Analysis and simulation of mathematical model for the spread of tuberculosis use SEIT type with DOTS strategy

Abstract

Tuberculosis is a contagious disease caused by mycobacterium tuberculosis, which is transmitted through aerosols or droplet nuclei into the air when a person coughs, sneezes, or talks and is then inhaled through the airway. In this study, a mathematical model will be formulated to describe the spread of tuberculosis with the DOTS strategy using the SEIT type epidemic model. Furthermore, the obtained mathematical model will determine the type of stability, look for the basic reproduction number (R0), then simulate the model using MatLab.
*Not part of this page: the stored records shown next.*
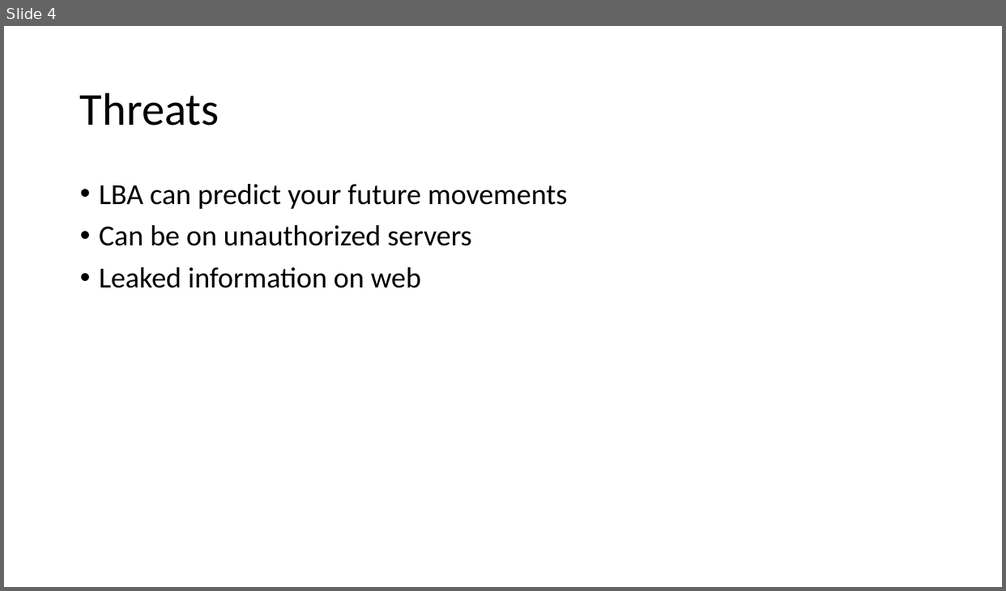
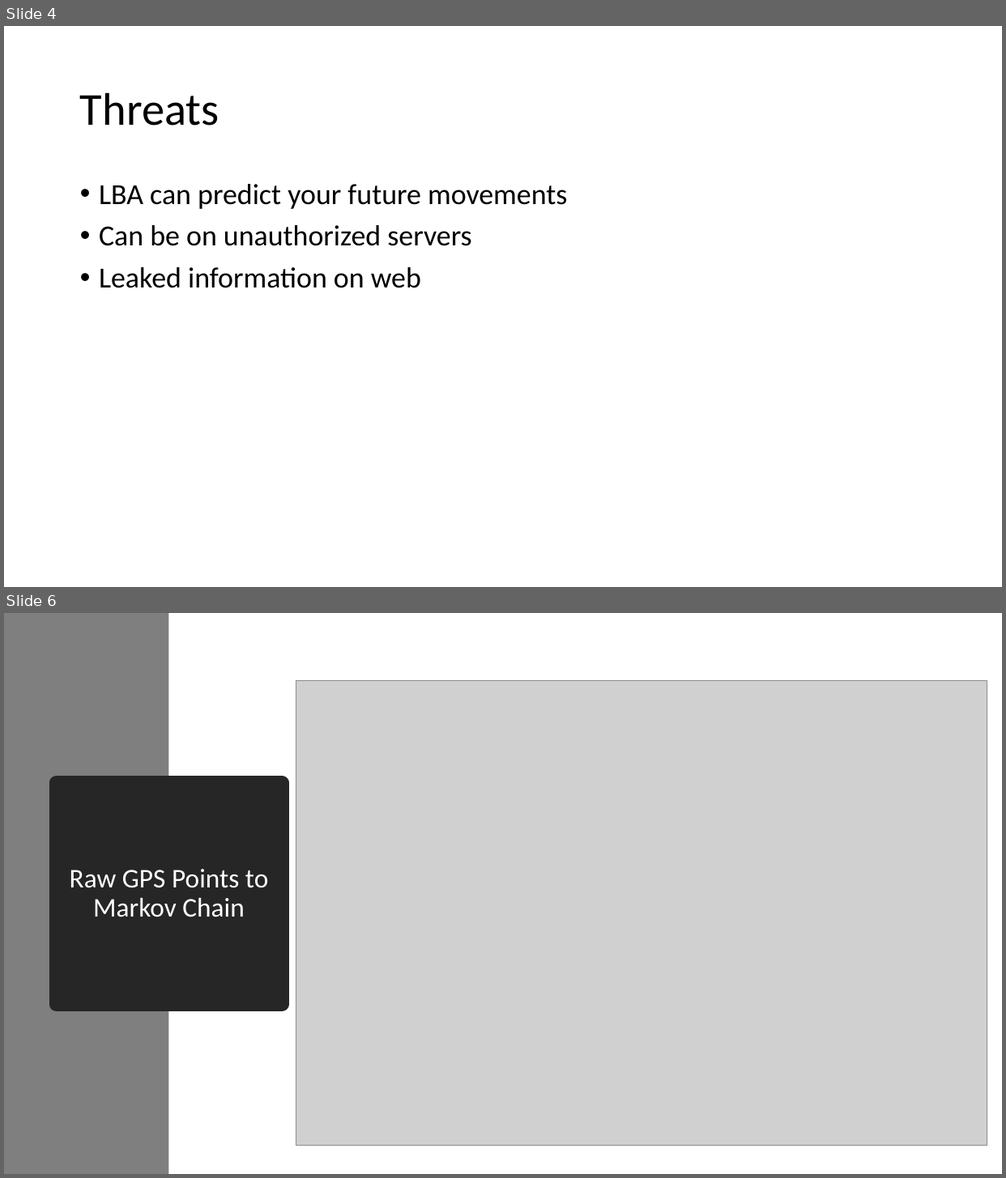
Before and after one commit to shank121991/winthesislocation, a slide deck: Writings/Final.pptx. Shown one above the other, each under a label of ours: slide 4 before the commit, slides 4 and 6 after it; the slides between them are not shown. The pictures are 1006x591 and 1006x1178 pixels, drawn with LibreOffice and Linux fonts; fonts in the diff are those of the drawing; grey boxes stand for pictures. Boxes give left, top, right and bottom in pixels: in the first picture for what was removed or moved away, otherwise in the second. Text is boxed around its words. In the diff, an @@ line names an element or a change of style, - is before the commit and + after.

```diff
--- a/Writings/Final.pptx
+++ b/Writings/Final.pptx
@@ slide 6 added at box(4, 613, 1002, 1174), background #FFFFFF @@
@@ rectangle added at box(4, 613, 168, 1174), fill #7F7F7F @@
@@ picture added at box(296, 681, 987, 1146) @@
@@ title added at box(57, 783, 282, 1004), fill #262626, outline #262626 13.75 pt, 26 pt, text #FFFFFF @@
+Raw GPS Points to Markov Chain
```
Also in this commit, not shown: 1 slide changed, 9 other slides added, 1 slide removed, 48 other files.

From the analysis of the model carried out, it was obtained two equilibrium points, namely the disease-free equilibrium point F0=(S0,E0,I0,T0)=(αμ,0,0,0) and the endemic equilibrium point F1 (S*, E*, I*, T*). By using the Routh-Hurwitz criterion, it is obtained that the type of equilibrium from the two equilibrium points is asymptotically stable. The model analysis carried out also produces a basic reproduction number (R0) whereby, R0 > 1 is obtained or the spread of tuberculosis is endemic. Furthermore, the model simulation is carried out using MatLab software with a variation of the parameter value ω (rate of active tuberculosis patients undergoing treatment with the DOTS strategy), the higher the parameter value ω, the less the spread of tuberculosis is.